From “Teaching AI How to Do Things” to “Giving AI Enough Information”
Earlier, I mentioned the shift from Prompt Engineering to Context Engineering. Another way to look at it: we’re moving from “teaching AI how to do things” to “giving AI enough information to figure it out.”
Back when language models weren’t as capable, our prompts were mostly instructions—telling AI what steps to follow. AI was like a newbie who needed hand-holding.
Now, with 2025-level models, things are different. They’re smart enough to know how to do things. Our job is to provide enough relevant information so they can produce great output.
Anthropic observed something interesting internally: in just one year, the percentage of engineers using AI jumped from 28% to 59%, and self-reported productivity gains increased significantly. What changed their work wasn’t the model getting smarter—it was people learning how to feed it the right Context.
Conclusion
Understanding Context is the first step to working effectively with AI.
Once you realize that Context is all AI can see, you start asking different questions: How do I put the right information in?

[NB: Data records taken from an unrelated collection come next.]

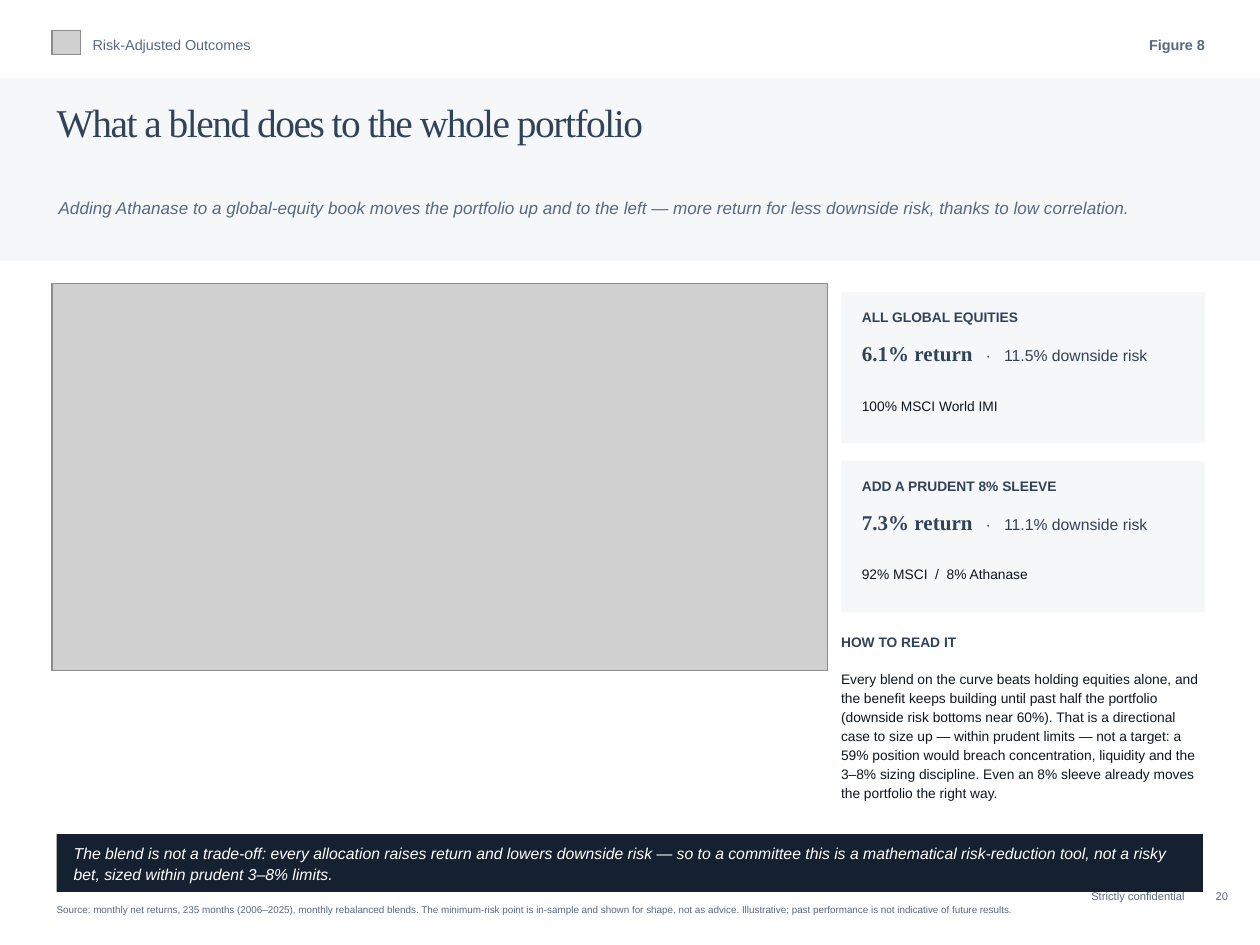
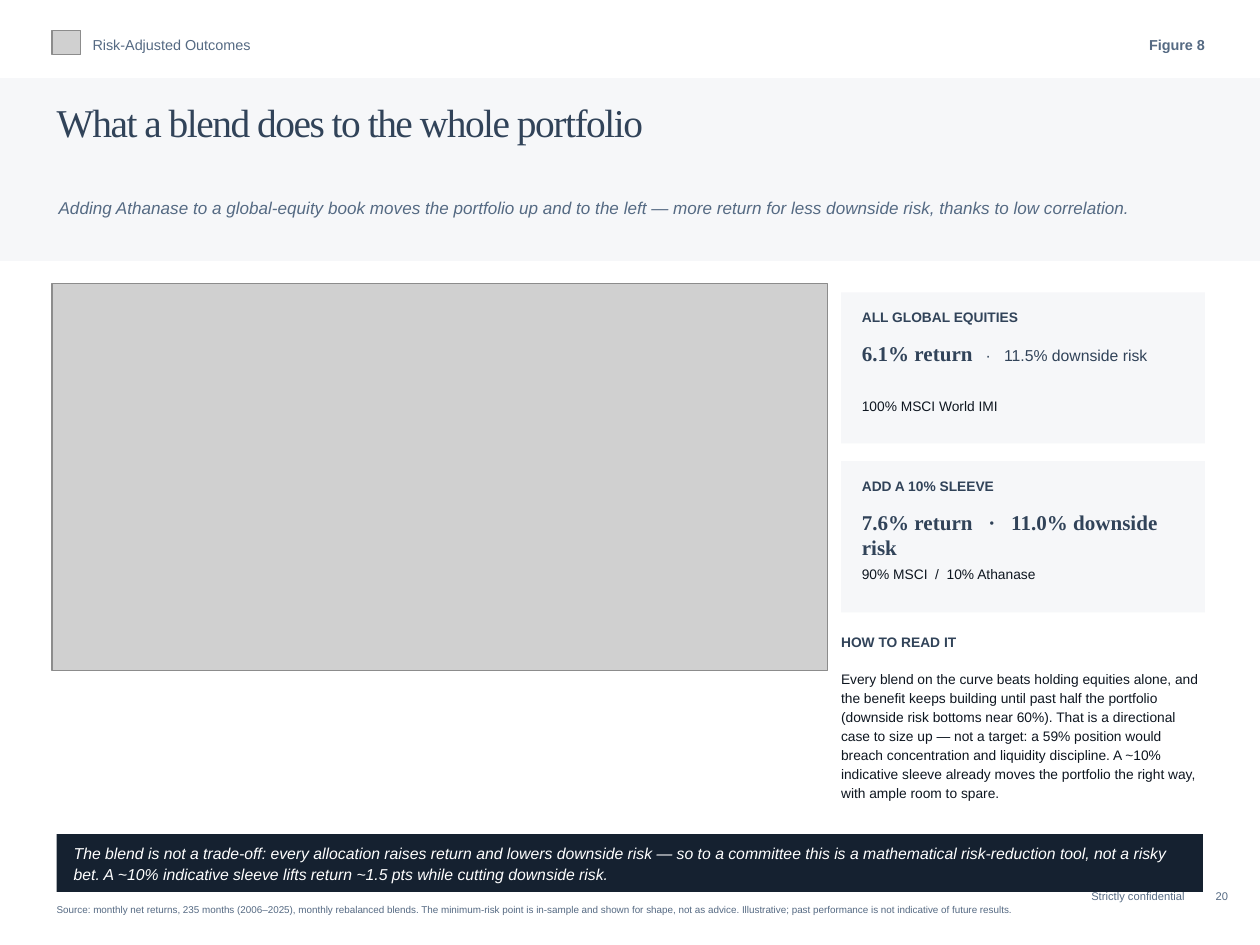
Before and after one commit to charette-lab/Claude, a slide deck: slide 20 of Your_index_is_now_a_bet_on_AI_diversify_it.pptx. Drawn at 1260x945 pixels with LibreOffice and Linux fonts; fonts in the diff are those of the drawing; grey boxes stand for pictures. Boxes give left, top, right and bottom in pixels: in the first picture for what was removed or moved away, otherwise in the second. Text is boxed around its words. In the diff, an @@ line names an element or a change of style, - is before the commit and + after.

```diff
--- a/Your_index_is_now_a_bet_on_AI_diversify_it.pptx
+++ b/Your_index_is_now_a_bet_on_AI_diversify_it.pptx
@@ text at [862,481,994,491]: text changed @@
-ADD A PRUDENT 8% SLEEVE
+ADD A 10% SLEEVE
@@ text at [862,515,1157,555]: text changed; size 9.6 to 12.8 pt; font Arial to Times New Roman; bold on @@
-7.3% return · 11.1% downside risk
+7.6% return · 11.0% downside risk
@@ text at [862,569,1035,579]: text changed @@
-92% MSCI / 8% Athanase
+90% MSCI / 10% Athanase
@@ text at [841,674,1198,801]: text changed @@
-Every blend on the curve beats holding equities alone, and the benefit keeps building until past half the portfolio (downside risk bottoms near 60%). That is a directional case to size up — within prudent limits — not a target: a 59% position would breach concentration, liquidity and the 3–8% sizing discipline. Even an 8% sleeve already moves the portfolio the right way.
+Every blend on the curve beats holding equities alone, and the benefit keeps building until past half the portfolio (downside risk bottoms near 60%). That is a directional case to size up — not a target: a 59% position would breach concentration and liquidity discipline. A ~10% indicative sleeve already moves the portfolio the right way, with ample room to spare.
@@ text at [74,847,1166,884]: text changed @@
-The blend is not a trade-off: every allocation raises return and lowers downside risk — so to a committee this is a mathematical risk-reduction tool, not a risky bet, sized within prudent 3–8% limits.
+The blend is not a trade-off: every allocation raises return and lowers downside risk — so to a committee this is a mathematical risk-reduction tool, not a risky bet. A ~10% indicative sleeve lifts return ~1.5 pts while cutting downside risk.
```

How do I make sure it sees what it needs to see? How do I avoid stuffing it with noise?
Next time AI seems to get dumber, try this mindset:
Think about what information to give before thinking about what instruction to give.
Instead of jumping straight to “what command should I type,” ask yourself: “If this were a new hire helping me, what background, data, and constraints would I tell them?” Write that down—and you’re doing Context Engineering.
In future posts, we’ll dive deeper into how to control Context effectively. This discipline is called Context Engineering.